As genomic repositories increasingly grow with a variety of data from a multitude of organisms, the need to approach extracting and interpreting data also becomes increasingly difficult. Recent advances in protein annotation and structure prediction have improved, however the variety and sheer amount of data requires unique approaches from multiple different disciplines. Bioinformatics yields important functional sequence information and classification. Molecular dynamics (MD) simulation allows for the interrogation of biochemical systems at the atomistic level. Combined with machine learning, these disciplines can be equipped to investigate the complex functions and relationships of proteins within the current abundant genomic landscape.
The objective of this dissertation is to outline complementary methodologies from various fields - bioinformatics, molecular dynamics simulation, and machine learning - that together, can investigate vast genomic repositories, functional protein data.
Aim 1: The development of the bioinformatics and in silico maturation pipeline consists of gene annotation, MD simulation to equilibrate predicted proteins, and statistical methods adopted from graph theory in collaboration with the Butts lab. Proteins can be represented in graph theoretic terms allowing for the exploration of diverse protein structural features.

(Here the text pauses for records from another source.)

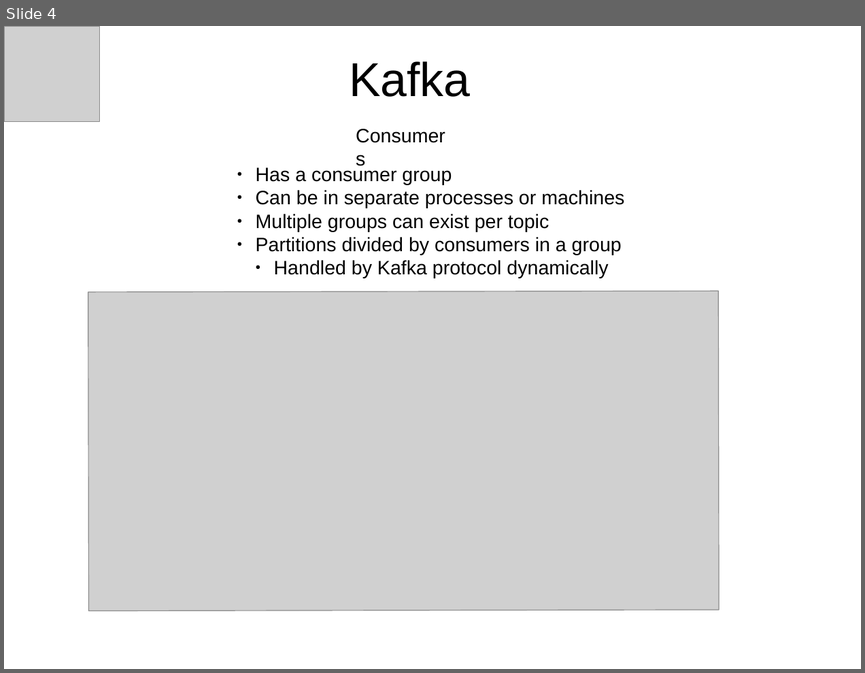
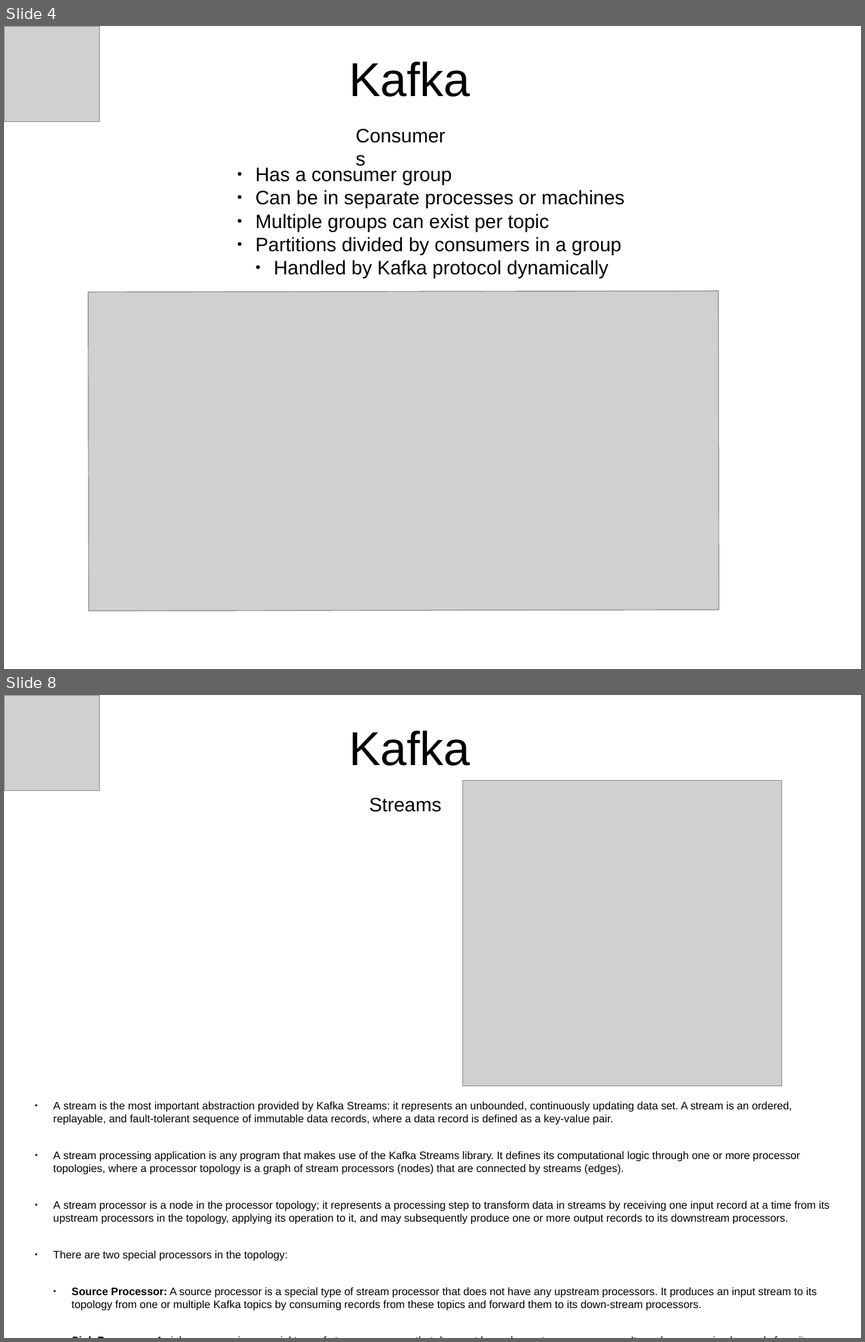
Before and after one commit to mmaia/kafka-simple-demo, a slide deck: kafka-quick-ref.odp. Shown one above the other, each under a label of ours: slide 4 before the commit, slides 4 and 8 after it; the slides between them are not shown. The pictures are 865x673 and 865x1342 pixels, drawn with LibreOffice and Linux fonts; fonts in the diff are those of the drawing; grey boxes stand for pictures. Boxes give left, top, right and bottom in pixels: in the first picture for what was removed or moved away, otherwise in the second. Text is boxed around its words. In the diff, an @@ line names an element or a change of style, - is before the commit and + after.

Commit message:
WIP: working on kafka presentation

```diff
--- a/kafka-quick-ref.odp
+++ b/kafka-quick-ref.odp
@@ slide 8 added at (x1=4, y1=695, x2=861, y2=1338), background #FFFFFF @@
@@ picture added at (x1=4, y1=695, x2=100, y2=791) @@
@@ text added at (x1=349, y1=730, x2=470, y2=766), 44 pt, text #000000 @@
+Kafka
@@ picture added at (x1=463, y1=781, x2=783, y2=1086) @@
@@ text added at (x1=369, y1=798, x2=441, y2=812), 18 pt, text #000000 @@
+Streams
@@ text added at (x1=53, y1=1101, x2=830, y2=1310), 10 pt, text #000000 @@
+● A stream is the most important abstraction provided by Kafka Streams: it represents an unbounded, continuously updating data set. A stream is an ordered, replayable, and fault-tolerant sequence of immutable data records, where a data record is defined as a key-value pair.
+● A stream processing application is any program that makes use of the Kafka Streams library. It defines its computational logic through one or more processor topologies, where a processor topology is a graph of stream processors (nodes) that are connected by streams (edges).
+● A stream processor is a node in the processor topology; it represents a processing step to transform data in streams by receiving one input record at a time from its upstream processors in the topology, applying its operation to it, and may subsequently produce one or more output records to its downstream processors.
+● There are two special processors in the topology:
+  ● Source Processor: A source processor is a special type of stream processor that does not have any upstream processors. It produces an input stream to its topology from one or multiple Kafka topics by consuming records from these topics and forward them to its down-stream processors.
+  ● Sink Processor: A sink processor is a special type of stream processor that does not have down-stream processors. It sends any received records from its up-stream processors to a specified Kafka topic.
```
Also in this commit, not shown: 1 slide changed, 5 other slides added.

Aim 2: Molecular dynamics simulation gives rise to atomic level details of complex systems. A variety of protein systems - HIV Rev, short intrinsically disordered peptides, STXPB4, YAP-1 WW domain - explored are intrinsically disordered. MD simulations were used to simulate the complexities and difficulties encountered within these proteins as well as plant metabolic proteins.
Aim 3: After the aforementioned bioinformatics pipeline and \textit{in silico} molecular dynamics-based maturation of predicted proteins, methods to extract useful atomistic information from coarse protein structure networks (PSNs) were developed. A multi-layer perceptron was used to essentially upscale coarse PSNs into atomistic models. The significance of this technique permits for the simulation of coarse PSNs, and the exploration of complex protein structural conformations.